Correlations between the minimal and loose scaffold. (a) Comparison in the weighted Watts–Strogatz model. Degree sequence and betweenness centrality in the two scaffolds are compared, using Pearson and Spearman correlation coefficients. Each box is computed over a sample of 30 weighted Watts–Strogatz random graphs, with parameters as reported on the x-axis: the pair (Nk) indicates a WS model on N nodes, with k stubs to rewire. The rewiring probability is 0.025. The cyan crosses and the green diamonds represent the average correlation value against the loose and minimal null models, respectively. (b) Comparison in the random geometric model. Again, Pearson and Spearman correlation coefficients of the degree sequence and betweenness centrality in the two scaffolds are compared. Each box is computed over a sample of 30 random geometric graphs, with parameters as reported on the x-axis: the pair (Nt) indicates a graph on N nodes sampled uniformly at random in the \([0,1]^2\) square. t is the connectivity distance threshold. The cyan x’s and the green diamonds represent the average correlation value against the loose and minimal null models, respectively. The darker boxes in panels (a,b) report, for their respective model and for each metric and parameter values, the fraction of the sampled instances for which the Kolmogorov–Smirnov test was inconclusive (p value > 0.05). (c) Correlation tests for several network metrics show significant capabilities of the standard scaffold to reproduce certain statistical properties of the minimal one in C. elegans. At the same time, due to different construction mechanisms, others are unreliable. (d) Scatterplot of the degree sequence of neurons of C. Elegans in the minimal scaffold versus in the loose one.

Random graphs

Drawing inspiration from54, we repeat the analysis on random graph samples54. Divides random networks into two categories: those created from edge weighting schemes and those created from points in the Euclidean space. We have chosen to analyze the weighted Watts-Strogatz (WS) model as representative of the first class, and the geometric random model as representative of the second. We remark that weighting needs to be introduced in order to compute persistence; while for geometric graphs this simply requires computing the Euclidean distance, for the Watts-Strogatz model it requires an ad-hoc procedure that is described in detail in the supplemental material of54.

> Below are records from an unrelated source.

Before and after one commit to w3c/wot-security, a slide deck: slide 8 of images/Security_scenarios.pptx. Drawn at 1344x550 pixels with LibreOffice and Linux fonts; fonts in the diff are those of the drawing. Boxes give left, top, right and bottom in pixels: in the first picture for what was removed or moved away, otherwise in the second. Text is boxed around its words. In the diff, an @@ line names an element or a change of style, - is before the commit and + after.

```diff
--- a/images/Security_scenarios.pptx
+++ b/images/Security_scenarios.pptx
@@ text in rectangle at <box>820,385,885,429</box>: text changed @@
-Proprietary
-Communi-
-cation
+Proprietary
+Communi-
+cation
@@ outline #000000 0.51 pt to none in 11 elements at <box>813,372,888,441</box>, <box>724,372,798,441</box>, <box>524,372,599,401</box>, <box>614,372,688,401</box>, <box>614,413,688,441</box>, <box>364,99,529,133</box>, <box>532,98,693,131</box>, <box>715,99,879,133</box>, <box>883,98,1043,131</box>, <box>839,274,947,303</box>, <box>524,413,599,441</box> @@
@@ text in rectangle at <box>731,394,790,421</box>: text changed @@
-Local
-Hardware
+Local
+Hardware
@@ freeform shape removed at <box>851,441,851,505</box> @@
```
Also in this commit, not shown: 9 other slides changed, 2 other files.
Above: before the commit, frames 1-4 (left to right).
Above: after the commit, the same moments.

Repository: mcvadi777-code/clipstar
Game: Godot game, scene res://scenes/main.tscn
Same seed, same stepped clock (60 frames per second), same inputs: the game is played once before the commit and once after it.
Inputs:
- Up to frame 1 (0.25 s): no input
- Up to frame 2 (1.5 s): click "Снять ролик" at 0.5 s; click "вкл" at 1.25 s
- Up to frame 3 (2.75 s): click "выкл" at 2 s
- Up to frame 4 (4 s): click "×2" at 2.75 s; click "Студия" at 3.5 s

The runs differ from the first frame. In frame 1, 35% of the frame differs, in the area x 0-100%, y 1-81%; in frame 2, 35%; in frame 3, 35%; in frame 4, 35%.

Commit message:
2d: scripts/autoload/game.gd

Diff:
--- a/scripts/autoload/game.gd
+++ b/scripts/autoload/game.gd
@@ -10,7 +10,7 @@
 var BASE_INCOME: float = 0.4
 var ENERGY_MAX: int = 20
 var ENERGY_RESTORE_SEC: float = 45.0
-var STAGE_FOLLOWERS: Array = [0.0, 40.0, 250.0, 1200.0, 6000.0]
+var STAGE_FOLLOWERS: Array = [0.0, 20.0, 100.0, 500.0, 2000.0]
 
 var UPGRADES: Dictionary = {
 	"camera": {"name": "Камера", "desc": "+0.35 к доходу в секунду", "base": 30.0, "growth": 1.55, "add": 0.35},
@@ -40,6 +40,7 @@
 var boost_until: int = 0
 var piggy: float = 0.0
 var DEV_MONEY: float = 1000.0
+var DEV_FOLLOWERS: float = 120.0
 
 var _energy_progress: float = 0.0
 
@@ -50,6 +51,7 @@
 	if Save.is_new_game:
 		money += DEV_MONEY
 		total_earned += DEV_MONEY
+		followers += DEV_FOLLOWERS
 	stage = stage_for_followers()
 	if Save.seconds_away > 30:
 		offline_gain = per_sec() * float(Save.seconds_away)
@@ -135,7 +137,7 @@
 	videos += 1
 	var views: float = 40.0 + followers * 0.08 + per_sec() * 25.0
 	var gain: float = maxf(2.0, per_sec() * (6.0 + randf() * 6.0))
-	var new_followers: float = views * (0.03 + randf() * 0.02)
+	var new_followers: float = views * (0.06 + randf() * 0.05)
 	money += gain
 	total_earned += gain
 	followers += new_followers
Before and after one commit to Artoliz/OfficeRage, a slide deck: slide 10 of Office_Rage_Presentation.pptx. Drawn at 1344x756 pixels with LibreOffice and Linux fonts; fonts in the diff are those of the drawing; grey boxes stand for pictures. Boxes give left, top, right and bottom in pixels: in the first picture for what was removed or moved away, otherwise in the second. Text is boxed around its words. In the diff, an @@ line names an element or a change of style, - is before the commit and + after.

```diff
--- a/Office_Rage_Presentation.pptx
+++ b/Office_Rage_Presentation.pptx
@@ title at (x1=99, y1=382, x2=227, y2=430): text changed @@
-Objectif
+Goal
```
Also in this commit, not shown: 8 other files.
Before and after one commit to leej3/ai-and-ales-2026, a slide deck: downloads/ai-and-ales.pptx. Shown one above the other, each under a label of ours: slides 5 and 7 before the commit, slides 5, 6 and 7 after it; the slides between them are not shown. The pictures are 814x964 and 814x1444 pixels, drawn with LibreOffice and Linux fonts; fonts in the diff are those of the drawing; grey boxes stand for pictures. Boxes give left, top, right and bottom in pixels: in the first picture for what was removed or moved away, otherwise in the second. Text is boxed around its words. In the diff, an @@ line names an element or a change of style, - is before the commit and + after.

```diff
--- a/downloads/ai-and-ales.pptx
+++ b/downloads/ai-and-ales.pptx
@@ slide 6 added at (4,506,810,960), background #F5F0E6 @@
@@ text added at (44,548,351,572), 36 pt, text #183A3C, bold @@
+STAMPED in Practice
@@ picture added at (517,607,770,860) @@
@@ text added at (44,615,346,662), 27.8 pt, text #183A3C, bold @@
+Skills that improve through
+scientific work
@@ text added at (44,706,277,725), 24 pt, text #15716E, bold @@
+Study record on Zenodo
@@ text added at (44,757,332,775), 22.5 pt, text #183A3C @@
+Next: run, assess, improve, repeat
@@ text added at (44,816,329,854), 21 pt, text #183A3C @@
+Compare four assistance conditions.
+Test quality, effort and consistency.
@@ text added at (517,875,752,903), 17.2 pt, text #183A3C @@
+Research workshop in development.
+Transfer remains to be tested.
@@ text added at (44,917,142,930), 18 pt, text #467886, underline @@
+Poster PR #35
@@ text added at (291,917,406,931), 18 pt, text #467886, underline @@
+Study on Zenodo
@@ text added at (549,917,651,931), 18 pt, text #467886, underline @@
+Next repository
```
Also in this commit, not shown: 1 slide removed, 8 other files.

We briefly recall that a WS graph is parametrized by the number of nodes, by the number of stubs to rewire, and by the rewiring probability. A random geometric graph is instead parametrized by the number of points to sample (uniformly) in \([0,1]^d\), and by a cutoff value that acts as distance threshold, beyond which no edge is introduced.

In both cases, we observe good agreement on key statistics, as reported in Fig. 9a,b. Each bar is obtained by computing the correlation of the reported statistic on a sample of 30 random graphs of the reported model, with parameters as indicated on the x-axis.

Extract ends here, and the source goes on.